# Derivative of cos3x by First Principle

The derivative of cos3x is equal to -3sin3x. Here we learn how to differentiate cos3x and find the derivative of cos3x by first principle.

## Derivative Formula of cos3x

The formula of the derivative of cos3x is given by

d(cos3x)/dx = -3sin3x.

That is, the derivative of cos3x is equal to the negative of three times of sin3x.

## Derivative of cos3x using First Principle

Using the first principle of derivatives, the derivative of a function f(x) is given by the following limit formula:

$\dfrac{d}{dx}\big(f(x) \big)$ = limh→0 $\dfrac{f(x+h)-f(x)}{h}$.

Put f(x)=cos3x. Then the derivative of cos3x using first principle will be equal to

$\dfrac{d}{dx}\big(\cos 3x \big)$ = limh→0 $\dfrac{\cos 3(x+h)- \cos 3x}{h}$

= limh→0 $\dfrac{\cos (3x+3h)- \cos 3x}{h}$

= limh→0 $\dfrac{\cos 3x \cos 3h – \sin 3x \sin 3h – \cos 3x}{h}$. Here we have used the trigonometric formula: cos(A + B) = cosA cosB – sinA sinB.

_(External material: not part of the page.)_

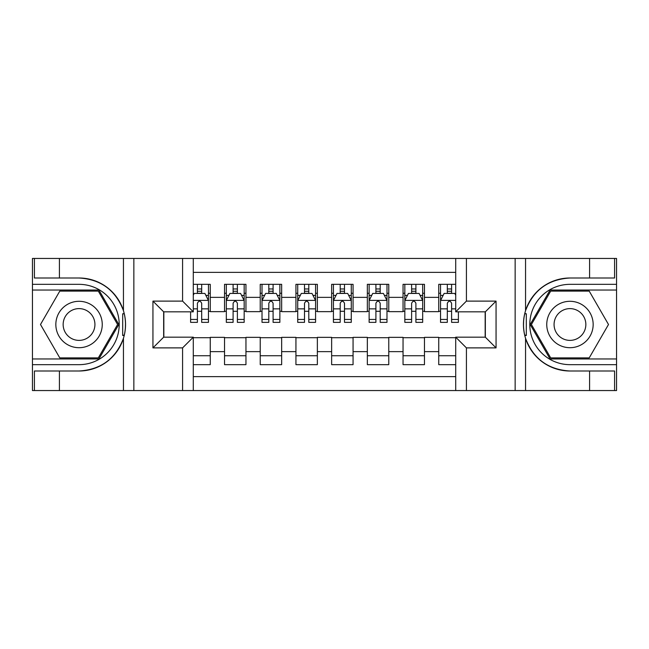 <?xml version="1.0" encoding="UTF-8"?>
<svg xmlns="http://www.w3.org/2000/svg" width="649" height="649" viewBox="0 0 649 649"><rect width="100%" height="100%" fill="white"/><g stroke="black" fill="none" stroke-linecap="round" stroke-linejoin="round"><path stroke-width="0.97" d="M193.288 390.552L455.712 390.552L455.712 337.172L485.338 337.172L485.338 311.828L455.712 311.828L455.712 258.448L193.288 258.448L193.288 311.828L163.662 311.828L163.662 337.172L193.288 337.172L193.288 390.552L59.408 390.552L59.408 371.001L79.04 371.001A46.501 46.501 0 0 0 123.448 338.316C126.174 329.116 126.174 319.908 123.448 310.684A46.501 46.501 0 0 0 79.04 277.999L59.408 277.999L59.408 258.448L32.45 258.448L32.45 358.954L98.932 358.954L118.824 324.5L98.932 290.046L32.45 290.046M455.712 284.335L438.748 284.335L438.748 297.364L424.47 297.364L424.47 311.65L438.748 311.65L438.748 297.364M424.47 297.364L424.47 284.335L403.045 284.335L403.045 297.364L388.767 297.364L388.767 311.65L403.045 311.65L403.045 297.364M388.767 297.364L388.767 284.335L367.342 284.335L367.342 297.364L353.064 297.364L353.064 311.65L367.342 311.65L367.342 297.364M353.064 297.364L353.064 284.335L331.639 284.335L331.639 297.364L317.361 297.364L317.361 311.65L331.639 311.65L331.639 297.364M317.361 297.364L317.361 284.335L295.936 284.335L295.936 297.364L281.658 297.364L281.658 311.65L295.936 311.65L295.936 297.364M281.658 297.364L281.658 284.335L260.233 284.335L260.233 297.364L245.955 297.364L245.955 311.65L260.233 311.65L260.233 297.364M245.955 297.364L245.955 284.335L224.53 284.335L224.53 311.65L210.252 311.65L210.252 284.335L193.288 284.335M193.288 364.665L210.252 364.665L210.252 337.35L224.53 337.35L224.53 364.665L245.955 364.665L245.955 337.35L260.233 337.35L260.233 351.636L245.955 351.636M260.233 351.636L260.233 364.665L281.658 364.665L281.658 337.35L295.936 337.35L295.936 351.636L281.658 351.636M295.936 351.636L295.936 364.665L317.361 364.665L317.361 337.35L331.639 337.35L331.639 351.636L317.361 351.636M331.639 351.636L331.639 364.665L353.064 364.665L353.064 337.35L367.342 337.35L367.342 351.636L353.064 351.636M367.342 351.636L367.342 364.665L388.767 364.665L388.767 337.35L403.045 337.35L403.045 351.636L388.767 351.636M403.045 351.636L403.045 364.665L424.47 364.665L424.47 337.35L438.748 337.35L438.748 351.636L424.47 351.636M455.712 272.377L193.288 272.377M193.288 376.623L455.712 376.623M438.748 351.636L438.748 364.665L455.712 364.665M163.84 311.828L163.84 337.172M485.16 337.172L485.16 311.828M197.401 293.259L201.685 293.259M208.467 293.259L210.252 293.259M197.401 311.293L201.685 311.293M208.467 311.293L210.252 311.293M193.288 337.707L210.252 337.707M193.288 355.741L210.252 355.741M224.53 311.293L226.314 311.293M233.096 311.293L237.388 311.293M244.17 311.293L245.955 311.293M224.53 293.259L226.314 293.259M233.096 293.259L237.388 293.259M244.17 293.259L245.955 293.259M224.53 337.707L245.955 337.707M224.53 355.741L245.955 355.741M260.233 337.707L281.658 337.707M260.233 355.741L281.658 355.741M260.233 293.259L262.018 293.259M268.8 293.259L273.091 293.259M279.873 293.259L281.658 293.259M260.233 311.293L262.018 311.293M268.8 311.293L273.091 311.293M279.873 311.293L281.658 311.293M295.936 337.707L317.361 337.707M295.936 355.741L317.361 355.741M295.936 293.259L297.721 293.259M304.503 293.259L308.794 293.259M315.576 293.259L317.361 293.259M295.936 311.293L297.721 311.293M304.503 311.293L308.794 311.293M315.576 311.293L317.361 311.293M331.639 337.707L353.064 337.707M331.639 355.741L353.064 355.741M331.639 293.259L333.424 293.259M340.206 293.259L344.497 293.259M351.279 293.259L353.064 293.259M331.639 311.293L333.424 311.293M340.206 311.293L344.497 311.293M351.279 311.293L353.064 311.293M367.342 337.707L388.767 337.707M367.342 355.741L388.767 355.741M367.342 293.259L369.127 293.259M375.909 293.259L380.2 293.259M386.982 293.259L388.767 293.259M367.342 311.293L369.127 311.293M375.909 311.293L380.2 311.293M386.982 311.293L388.767 311.293M403.045 337.707L424.47 337.707M403.045 355.741L424.47 355.741M403.045 293.259L404.83 293.259M411.612 293.259L415.904 293.259M422.686 293.259L424.47 293.259M403.045 311.293L404.83 311.293M411.612 311.293L415.904 311.293M422.686 311.293L424.47 311.293M438.748 337.707L455.712 337.707M438.748 355.741L455.712 355.741M438.748 293.259L440.533 293.259M447.315 293.259L451.599 293.259M438.748 311.293L440.533 311.293M447.315 311.293L451.599 311.293M201.685 288.975L197.401 288.975M190.611 319.446L190.611 322.358L197.401 322.358L197.401 319.446L190.611 319.446L190.611 311.828M205.879 295.4L208.467 295.4L208.467 322.358L201.685 322.358L201.685 303.253C200.257 300.503 198.829 300.503 197.401 303.253L197.401 319.446M208.467 295.4L208.467 284.335M208.467 300.576L204.897 293.437L194.181 293.437L193.288 295.222M197.401 293.437L197.401 284.335M201.685 284.335L201.685 293.437M90.649 304.405A23.21 23.21 0 0 0 58.945 312.899A23.21 23.21 0 0 0 67.439 344.595A23.21 23.21 0 0 0 99.143 336.101A23.21 23.21 0 0 0 90.649 304.405M86.982 310.741A15.884 15.884 0 0 0 65.281 316.558A15.884 15.884 0 0 0 71.098 338.259A15.884 15.884 0 0 0 92.799 332.442A15.884 15.884 0 0 0 86.982 310.741M98.315 357.883L59.773 357.883L40.498 324.5L59.773 291.117L98.315 291.117L117.591 324.5L98.315 357.883M581.561 304.405A23.21 23.21 0 0 0 549.857 312.899A23.21 23.21 0 0 0 558.351 344.595A23.21 23.21 0 0 0 590.055 336.101A23.21 23.21 0 0 0 581.561 304.405M577.902 310.741A15.884 15.884 0 0 0 556.201 316.558A15.884 15.884 0 0 0 562.018 338.259A15.884 15.884 0 0 0 583.719 332.442A15.884 15.884 0 0 0 577.902 310.741M589.227 357.883L550.685 357.883L531.409 324.5L550.685 291.117L589.227 291.117L608.502 324.5L589.227 357.883M122.685 335.217L124.292 335.217A46.501 46.501 0 0 0 124.3 313.8L122.693 313.8L122.685 335.492L124.227 335.492M59.408 258.448L123.448 258.448L123.448 310.684C115.692 290.217 100.895 279.313 79.04 277.999M79.04 371.001C100.895 369.687 115.692 358.783 123.448 338.316L123.448 390.552M182.58 390.552L182.58 347.888L152.945 347.888L152.945 301.112L182.58 301.112L182.58 258.448L133.848 258.448L133.848 390.552M59.408 390.552L32.45 390.552L32.45 358.954M32.45 364.665L79.04 364.665A40.165 40.165 0 0 0 119.205 324.5A40.165 40.165 0 0 0 79.04 284.335L32.45 284.335M123.448 258.448L133.848 258.448M182.58 258.448L193.288 258.448M59.408 371.001L34.413 371.001L34.413 390.552M59.408 277.999L34.413 277.999L34.413 258.448M182.58 347.888L193.288 337.172M152.945 347.888L163.662 337.172M152.945 301.112L163.662 311.828M182.58 301.112L193.288 311.828M122.693 313.8L124.235 313.524M125.371 328.491L125.517 322.861M125.054 317.783L124.811 316.274M524.765 335.476L526.307 335.476L526.315 313.783L524.708 313.783A46.501 46.501 0 0 0 569.96 371.001L589.592 371.001L589.592 390.552L616.55 390.552L616.55 290.046L550.068 290.046L530.176 324.5L550.068 358.954L616.55 358.954M455.712 258.448L589.592 258.448L589.592 277.999L569.96 277.999A46.501 46.501 0 0 0 524.773 313.508L526.315 313.783M569.96 277.999C548.105 279.313 533.308 290.217 525.552 310.684C522.826 319.884 522.826 329.092 525.552 338.316C533.308 358.783 548.105 369.687 569.96 371.001M466.42 258.448L466.42 301.112L496.055 301.112L496.055 347.888L466.42 347.888L466.42 390.552L515.152 390.552L515.152 258.448M525.552 338.316L525.552 390.552L589.592 390.552M589.592 258.448L616.55 258.448L616.55 290.046M616.55 284.335L569.96 284.335A40.165 40.165 0 0 0 529.795 324.5A40.165 40.165 0 0 0 569.96 364.665L616.55 364.665M525.552 390.552L515.152 390.552M466.42 390.552L455.712 390.552M589.592 277.999L614.587 277.999L614.587 258.448M589.592 371.001L614.587 371.001L614.587 390.552M466.42 301.112L455.712 311.828M496.055 301.112L485.338 311.828M496.055 347.888L485.338 337.172M466.42 347.888L455.712 337.172M523.629 320.509L523.483 326.139M523.946 331.217L524.189 332.726M526.307 335.2L524.7 335.2M237.388 288.975L233.096 288.975M244.17 319.446L237.388 319.446L237.388 322.358L244.17 322.358L244.17 300.576L240.601 293.437L229.884 293.437L226.314 300.576L226.314 322.358L233.096 322.358L233.096 319.446L226.314 319.446M226.314 300.576L226.314 284.335M244.17 300.576L244.17 284.335M233.096 293.437L233.096 284.335M237.388 284.335L237.388 293.437M237.388 319.446L237.388 303.253C235.96 300.503 234.532 300.503 233.096 303.253L233.096 319.446M273.091 288.975L268.8 288.975M279.873 319.446L273.091 319.446L273.091 322.358L279.873 322.358L279.873 300.576L276.304 293.437L265.587 293.437L262.018 300.576L262.018 322.358L268.8 322.358L268.8 319.446L262.018 319.446M262.018 300.576L262.018 284.335M279.873 300.576L279.873 284.335M268.8 293.437L268.8 284.335M273.091 284.335L273.091 293.437M273.091 319.446L273.091 303.253C271.663 300.503 270.235 300.503 268.8 303.253L268.8 319.446M308.794 288.975L304.503 288.975M315.576 319.446L308.794 319.446L308.794 322.358L315.576 322.358L315.576 300.576L312.007 293.437L301.29 293.437L297.721 300.576L297.721 322.358L304.503 322.358L304.503 319.446L297.721 319.446M297.721 300.576L297.721 284.335M315.576 300.576L315.576 284.335M304.503 293.437L304.503 284.335M308.794 284.335L308.794 293.437M308.794 319.446L308.794 303.253C307.366 300.503 305.939 300.503 304.503 303.253L304.503 319.446M344.497 288.975L340.206 288.975M351.279 319.446L344.497 319.446L344.497 322.358L351.279 322.358L351.279 300.576L347.71 293.437L336.993 293.437L333.424 300.576L333.424 322.358L340.206 322.358L340.206 319.446L333.424 319.446M333.424 300.576L333.424 284.335M351.279 300.576L351.279 284.335M340.206 293.437L340.206 284.335M344.497 284.335L344.497 293.437M344.497 319.446L344.497 303.253C343.07 300.503 341.642 300.503 340.206 303.253L340.206 319.446M380.2 288.975L375.909 288.975M386.982 319.446L380.2 319.446L380.2 322.358L386.982 322.358L386.982 300.576L383.413 293.437L372.696 293.437L369.127 300.576L369.127 322.358L375.909 322.358L375.909 319.446L369.127 319.446M369.127 300.576L369.127 284.335M386.982 300.576L386.982 284.335M375.909 293.437L375.909 284.335M380.2 284.335L380.2 293.437M380.2 319.446L380.2 303.253C378.773 300.503 377.345 300.503 375.909 303.253L375.909 319.446M415.904 288.975L411.612 288.975M422.686 319.446L415.904 319.446L415.904 322.358L422.686 322.358L422.686 300.576L419.116 293.437L408.399 293.437L404.83 300.576L404.83 322.358L411.612 322.358L411.612 319.446L404.83 319.446M404.83 300.576L404.83 284.335M422.686 300.576L422.686 284.335M411.612 293.437L411.612 284.335M415.904 284.335L415.904 293.437M415.904 319.446L415.904 303.253C414.476 300.503 413.048 300.503 411.612 303.253L411.612 319.446M451.599 288.975L447.315 288.975M455.712 295.222L454.819 293.437L444.103 293.437L440.533 300.576L440.533 322.358L447.315 322.358L447.315 319.446L440.533 319.446M440.533 300.576L440.533 284.335M458.389 311.828L458.389 322.358L451.599 322.358L451.599 303.253C450.179 300.503 448.751 300.503 447.315 303.253L447.315 319.446M447.315 293.437L447.315 284.335M451.599 284.335L451.599 293.437M224.53 351.636L210.252 351.636M224.53 297.364L210.252 297.364M208.378 300.398L193.288 300.398M208.467 319.446L201.685 319.446M197.401 308.851L193.288 308.851M208.467 308.851L201.685 308.851M201.685 291.247L197.401 291.247M525.552 258.448L525.552 310.684M244.081 300.398L226.404 300.398M226.314 295.4L228.902 295.4M241.582 295.4L244.17 295.4M233.096 308.851L226.314 308.851M244.17 308.851L237.388 308.851M237.388 291.247L233.096 291.247M279.784 300.398L262.107 300.398M262.018 295.4L264.605 295.4M277.285 295.4L279.873 295.4M268.8 308.851L262.018 308.851M279.873 308.851L273.091 308.851M273.091 291.247L268.8 291.247M315.487 300.398L297.81 300.398M297.721 295.4L300.309 295.4M312.988 295.4L315.576 295.4M304.503 308.851L297.721 308.851M315.576 308.851L308.794 308.851M308.794 291.247L304.503 291.247M351.19 300.398L333.513 300.398M333.424 295.4L336.012 295.4M348.691 295.4L351.279 295.4M340.206 308.851L333.424 308.851M351.279 308.851L344.497 308.851M344.497 291.247L340.206 291.247M386.893 300.398L369.216 300.398M369.127 295.4L371.715 295.4M384.395 295.4L386.982 295.4M375.909 308.851L369.127 308.851M386.982 308.851L380.2 308.851M380.2 291.247L375.909 291.247M422.596 300.398L404.919 300.398M404.83 295.4L407.418 295.4M420.098 295.4L422.686 295.4M411.612 308.851L404.83 308.851M422.686 308.851L415.904 308.851M415.904 291.247L411.612 291.247M455.712 300.398L440.622 300.398M440.533 295.4L443.121 295.4M458.389 319.446L451.599 319.446M447.315 308.851L440.533 308.851M455.712 308.851L451.599 308.851M451.599 291.247L447.315 291.247"/></g></svg>

= limh→0 $\dfrac{\cos 3x(\cos 3h -1) -\sin 3x \sin 3h}{h}$

= limh→0 $\dfrac{\cos 3x(\cos 3h -1)}{h}$ – limh→0 $\dfrac{\sin 3x \sin 3h}{h}$ by the sum rule of limits.

= 3cos3x limh→0 $\dfrac{\cos 3h -1}{3h}$ – sin3x limh→0 $\dfrac{\sin 3h}{h}$

= 3cos3x × 0 – sin3x × 3 by the limit formulas limx→0 $\dfrac{\cos x -1}{x}$ =0 and limx→0 (sinbx/x) = b.

= 0 – 3sin3x

= -3sin3x.

So the derivative of cos3x by first principle is -3sin3x and this is obtained by the first principle of derivatives.

Derivative of tan3x: The derivative of tan3x is 3sec2 3x.

Derivative of sin5x: The derivative of sin5x is 5cos5x.

Derivative of cos2x: The derivative of cos2x is -sin2x.

Derivative of 2x: The derivative of 2x is 2xln2.

## FAQs

### Q1: What is derivative of cos3x?

Answer: The derivative of cos3x is -3sin3x. It is obtained as follows: d(cos3x)/dx = d(cos3x)/d(3x) × d(3x)/dx = d(cosz)/dz × 3 (where z=3x) = -3 sinz = -3 sin3x.

### Q2: What is derivative formula of cos3x?

Answer: The derivative of cos3x formula is given by d(cos3x)/dx = -3sin3x.